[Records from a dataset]
================
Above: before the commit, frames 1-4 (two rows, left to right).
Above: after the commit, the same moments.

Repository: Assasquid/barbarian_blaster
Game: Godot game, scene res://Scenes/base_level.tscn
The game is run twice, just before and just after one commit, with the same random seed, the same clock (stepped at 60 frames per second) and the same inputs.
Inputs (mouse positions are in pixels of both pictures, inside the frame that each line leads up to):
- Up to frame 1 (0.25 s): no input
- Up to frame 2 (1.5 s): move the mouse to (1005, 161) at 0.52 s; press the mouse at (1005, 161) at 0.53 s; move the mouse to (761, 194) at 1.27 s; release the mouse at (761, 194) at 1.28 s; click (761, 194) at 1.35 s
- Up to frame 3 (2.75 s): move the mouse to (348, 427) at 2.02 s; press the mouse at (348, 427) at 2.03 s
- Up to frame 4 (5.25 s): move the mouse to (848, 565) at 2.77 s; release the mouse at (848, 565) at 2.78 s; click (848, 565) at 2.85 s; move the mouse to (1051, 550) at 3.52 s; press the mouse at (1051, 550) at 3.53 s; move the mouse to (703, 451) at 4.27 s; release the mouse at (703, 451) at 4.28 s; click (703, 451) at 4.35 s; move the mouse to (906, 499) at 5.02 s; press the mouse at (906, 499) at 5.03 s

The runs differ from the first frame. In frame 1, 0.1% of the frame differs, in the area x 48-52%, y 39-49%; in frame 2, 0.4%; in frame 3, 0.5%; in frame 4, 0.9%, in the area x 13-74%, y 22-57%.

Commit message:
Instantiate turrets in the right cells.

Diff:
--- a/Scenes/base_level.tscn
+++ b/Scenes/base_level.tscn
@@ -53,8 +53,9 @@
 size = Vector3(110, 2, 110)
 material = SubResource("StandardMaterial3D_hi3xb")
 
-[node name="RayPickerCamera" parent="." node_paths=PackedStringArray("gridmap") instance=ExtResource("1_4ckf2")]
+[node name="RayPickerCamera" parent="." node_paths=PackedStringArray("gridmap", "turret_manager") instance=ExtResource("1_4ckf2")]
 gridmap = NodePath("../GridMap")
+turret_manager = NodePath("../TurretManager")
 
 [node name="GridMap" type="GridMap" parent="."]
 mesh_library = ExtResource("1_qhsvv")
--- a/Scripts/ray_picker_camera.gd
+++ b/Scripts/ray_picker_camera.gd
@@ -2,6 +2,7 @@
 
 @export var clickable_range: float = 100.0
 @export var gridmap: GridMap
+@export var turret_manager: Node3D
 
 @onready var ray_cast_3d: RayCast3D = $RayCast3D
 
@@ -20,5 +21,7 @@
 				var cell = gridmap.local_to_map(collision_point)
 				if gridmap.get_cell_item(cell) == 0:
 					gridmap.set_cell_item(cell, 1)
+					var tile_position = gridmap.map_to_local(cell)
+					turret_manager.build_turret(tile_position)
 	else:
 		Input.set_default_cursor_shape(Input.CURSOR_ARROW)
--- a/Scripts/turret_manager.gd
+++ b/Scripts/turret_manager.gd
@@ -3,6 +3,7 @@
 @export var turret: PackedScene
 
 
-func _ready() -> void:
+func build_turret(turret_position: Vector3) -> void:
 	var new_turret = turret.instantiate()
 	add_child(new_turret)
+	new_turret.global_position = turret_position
================
**What you will do:** Repeat every line of the data word for word until you have repeated the line that contains "Game: Godot game, scene", which is the last one to include.

**Reply:**
Above: before the commit, frames 1-4 (two rows, left to right).
Above: after the commit, the same moments.

Repository: Assasquid/barbarian_blaster
Game: Godot game, scene res://Scenes/base_level.tscn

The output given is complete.